Según fuentes cercanas a la negociación, ambas franquicias estaban dispuestas a ofrecer cifras que superaban los 250 millones de dólares para hacerse con los servicios de Judge, una de las caras más reconocidas y respetadas de las Grandes Ligas. Sin embargo, el propio jugador fue tajante en su respuesta: “¿$250 millones? ¡Quédatelos!”.
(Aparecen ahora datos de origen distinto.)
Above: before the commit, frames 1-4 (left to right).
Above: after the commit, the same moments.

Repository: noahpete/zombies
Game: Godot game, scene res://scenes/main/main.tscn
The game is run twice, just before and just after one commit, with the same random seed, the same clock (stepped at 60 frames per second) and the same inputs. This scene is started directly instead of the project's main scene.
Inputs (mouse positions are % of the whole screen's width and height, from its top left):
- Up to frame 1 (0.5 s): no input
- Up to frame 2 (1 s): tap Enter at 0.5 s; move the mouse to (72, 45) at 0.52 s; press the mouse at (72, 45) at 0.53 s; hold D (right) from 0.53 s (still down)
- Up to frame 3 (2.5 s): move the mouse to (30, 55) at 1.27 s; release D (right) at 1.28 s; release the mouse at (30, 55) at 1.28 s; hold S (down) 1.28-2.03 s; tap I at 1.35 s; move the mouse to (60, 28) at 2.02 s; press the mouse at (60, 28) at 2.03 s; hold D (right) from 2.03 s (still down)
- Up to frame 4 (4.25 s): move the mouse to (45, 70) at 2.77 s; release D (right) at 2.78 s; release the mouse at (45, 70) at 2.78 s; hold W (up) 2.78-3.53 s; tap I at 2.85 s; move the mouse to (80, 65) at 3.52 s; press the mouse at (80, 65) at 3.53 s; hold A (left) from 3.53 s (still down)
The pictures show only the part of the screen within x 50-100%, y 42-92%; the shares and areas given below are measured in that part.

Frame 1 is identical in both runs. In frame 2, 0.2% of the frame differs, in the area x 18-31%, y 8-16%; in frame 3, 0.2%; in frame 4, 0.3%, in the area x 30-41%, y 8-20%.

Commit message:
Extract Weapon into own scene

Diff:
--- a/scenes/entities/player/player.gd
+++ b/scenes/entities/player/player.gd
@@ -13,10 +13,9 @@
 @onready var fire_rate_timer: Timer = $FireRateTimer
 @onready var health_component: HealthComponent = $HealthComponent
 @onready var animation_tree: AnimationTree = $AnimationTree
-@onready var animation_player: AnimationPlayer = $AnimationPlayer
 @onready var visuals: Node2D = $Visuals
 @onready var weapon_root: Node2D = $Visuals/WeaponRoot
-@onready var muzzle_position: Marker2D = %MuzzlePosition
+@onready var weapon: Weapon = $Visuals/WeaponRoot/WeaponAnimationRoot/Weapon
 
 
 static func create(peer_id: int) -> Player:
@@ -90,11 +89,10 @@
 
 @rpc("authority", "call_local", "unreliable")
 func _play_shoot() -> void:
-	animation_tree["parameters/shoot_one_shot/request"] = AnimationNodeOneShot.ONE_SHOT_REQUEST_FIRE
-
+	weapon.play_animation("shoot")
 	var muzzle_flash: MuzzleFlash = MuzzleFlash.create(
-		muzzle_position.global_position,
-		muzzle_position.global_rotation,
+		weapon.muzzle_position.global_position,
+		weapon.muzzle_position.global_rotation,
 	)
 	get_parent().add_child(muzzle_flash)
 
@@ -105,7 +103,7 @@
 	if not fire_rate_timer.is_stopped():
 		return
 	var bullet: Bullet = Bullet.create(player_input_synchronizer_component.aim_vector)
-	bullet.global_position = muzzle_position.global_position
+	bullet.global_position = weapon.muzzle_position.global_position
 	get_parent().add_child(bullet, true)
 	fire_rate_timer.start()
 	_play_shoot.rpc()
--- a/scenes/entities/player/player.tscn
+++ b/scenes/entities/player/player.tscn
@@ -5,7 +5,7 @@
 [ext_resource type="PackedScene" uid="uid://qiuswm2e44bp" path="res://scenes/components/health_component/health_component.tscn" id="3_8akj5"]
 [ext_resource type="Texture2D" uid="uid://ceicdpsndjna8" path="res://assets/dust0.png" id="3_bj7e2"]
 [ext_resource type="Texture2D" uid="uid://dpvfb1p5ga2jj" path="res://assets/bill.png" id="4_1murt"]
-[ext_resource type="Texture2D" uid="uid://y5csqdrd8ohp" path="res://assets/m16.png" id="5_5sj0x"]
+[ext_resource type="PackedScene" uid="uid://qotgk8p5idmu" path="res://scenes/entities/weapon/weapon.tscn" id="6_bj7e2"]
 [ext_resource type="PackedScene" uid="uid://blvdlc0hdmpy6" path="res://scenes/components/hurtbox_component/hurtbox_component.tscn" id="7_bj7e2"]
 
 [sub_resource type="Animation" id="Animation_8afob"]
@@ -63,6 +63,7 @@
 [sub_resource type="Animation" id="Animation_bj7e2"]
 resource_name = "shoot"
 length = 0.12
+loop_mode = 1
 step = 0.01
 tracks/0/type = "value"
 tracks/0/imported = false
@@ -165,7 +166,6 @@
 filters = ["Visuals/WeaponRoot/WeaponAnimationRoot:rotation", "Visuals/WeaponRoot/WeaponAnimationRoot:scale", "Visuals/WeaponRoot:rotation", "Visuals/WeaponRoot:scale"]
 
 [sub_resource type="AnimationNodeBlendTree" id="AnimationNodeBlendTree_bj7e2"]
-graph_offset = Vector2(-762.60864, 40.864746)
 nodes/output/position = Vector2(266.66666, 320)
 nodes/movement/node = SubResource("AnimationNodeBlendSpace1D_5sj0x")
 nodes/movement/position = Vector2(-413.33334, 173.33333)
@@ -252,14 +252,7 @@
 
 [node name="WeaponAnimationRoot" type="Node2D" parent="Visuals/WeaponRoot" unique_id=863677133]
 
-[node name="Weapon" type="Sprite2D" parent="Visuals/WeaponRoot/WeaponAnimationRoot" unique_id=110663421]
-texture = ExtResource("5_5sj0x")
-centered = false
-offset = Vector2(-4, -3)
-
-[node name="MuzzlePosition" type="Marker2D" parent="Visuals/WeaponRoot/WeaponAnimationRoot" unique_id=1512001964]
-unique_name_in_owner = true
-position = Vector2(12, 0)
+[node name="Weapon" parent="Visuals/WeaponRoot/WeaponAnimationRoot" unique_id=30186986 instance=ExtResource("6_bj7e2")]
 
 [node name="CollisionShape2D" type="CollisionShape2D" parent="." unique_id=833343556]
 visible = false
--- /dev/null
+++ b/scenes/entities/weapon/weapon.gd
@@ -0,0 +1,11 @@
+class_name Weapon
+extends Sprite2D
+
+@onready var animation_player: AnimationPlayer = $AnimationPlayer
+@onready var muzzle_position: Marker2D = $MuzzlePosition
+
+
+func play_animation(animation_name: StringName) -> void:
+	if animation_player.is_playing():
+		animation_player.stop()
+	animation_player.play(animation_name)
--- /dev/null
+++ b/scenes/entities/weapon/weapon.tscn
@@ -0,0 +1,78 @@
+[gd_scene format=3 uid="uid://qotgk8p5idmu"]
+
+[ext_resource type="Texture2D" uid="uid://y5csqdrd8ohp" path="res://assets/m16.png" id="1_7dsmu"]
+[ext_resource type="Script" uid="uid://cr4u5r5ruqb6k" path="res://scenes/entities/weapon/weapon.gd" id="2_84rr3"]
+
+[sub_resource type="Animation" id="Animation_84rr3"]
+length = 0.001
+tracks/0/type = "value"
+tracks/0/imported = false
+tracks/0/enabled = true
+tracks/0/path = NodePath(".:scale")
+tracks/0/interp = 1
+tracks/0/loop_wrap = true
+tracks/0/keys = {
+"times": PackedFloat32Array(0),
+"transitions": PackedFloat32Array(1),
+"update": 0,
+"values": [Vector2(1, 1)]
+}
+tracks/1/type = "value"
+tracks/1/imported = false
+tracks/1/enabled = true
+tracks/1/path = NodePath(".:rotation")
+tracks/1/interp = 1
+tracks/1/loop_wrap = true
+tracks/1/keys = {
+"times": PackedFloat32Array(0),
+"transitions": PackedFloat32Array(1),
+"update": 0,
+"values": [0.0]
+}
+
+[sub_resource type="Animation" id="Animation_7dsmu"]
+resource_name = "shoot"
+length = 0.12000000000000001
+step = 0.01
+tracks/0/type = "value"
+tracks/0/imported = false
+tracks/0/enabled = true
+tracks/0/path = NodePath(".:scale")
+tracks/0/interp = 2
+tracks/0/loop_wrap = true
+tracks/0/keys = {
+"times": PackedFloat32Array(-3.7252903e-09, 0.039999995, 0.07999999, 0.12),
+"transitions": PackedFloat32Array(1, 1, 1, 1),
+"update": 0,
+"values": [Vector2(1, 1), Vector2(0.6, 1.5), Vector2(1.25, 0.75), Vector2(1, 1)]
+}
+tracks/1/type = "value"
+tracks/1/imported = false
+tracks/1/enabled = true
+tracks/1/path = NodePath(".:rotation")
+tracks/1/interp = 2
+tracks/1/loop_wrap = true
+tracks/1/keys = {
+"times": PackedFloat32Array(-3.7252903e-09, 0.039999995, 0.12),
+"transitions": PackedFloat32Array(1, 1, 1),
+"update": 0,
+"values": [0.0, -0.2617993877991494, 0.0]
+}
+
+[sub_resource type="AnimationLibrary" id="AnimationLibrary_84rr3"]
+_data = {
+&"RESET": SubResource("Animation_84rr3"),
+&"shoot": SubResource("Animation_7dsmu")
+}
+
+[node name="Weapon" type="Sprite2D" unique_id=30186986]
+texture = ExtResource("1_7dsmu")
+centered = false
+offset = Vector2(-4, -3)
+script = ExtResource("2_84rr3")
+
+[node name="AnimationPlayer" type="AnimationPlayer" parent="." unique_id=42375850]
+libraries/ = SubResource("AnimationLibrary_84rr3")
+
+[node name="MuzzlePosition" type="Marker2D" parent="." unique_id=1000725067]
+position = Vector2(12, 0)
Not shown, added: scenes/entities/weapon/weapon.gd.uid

La frase no solo se volvió viral al instante, sino que también marcó un antes y un después en el debate eterno entre lealtad y dinero. En una entrevista posterior, el jardinero estrella declaró con orgullo:
“No tengo precio. Jugar para los Yankees no es solo un trabajo, es un honor. Moriré como una leyenda de los Yankees.”
Estas palabras conmovieron a millones de fanáticos en todo el mundo, especialmente a los seguidores del Bronx, quienes vieron en Judge no solo a un ícono deportivo, sino también a un verdadero símbolo de identidad y compromiso.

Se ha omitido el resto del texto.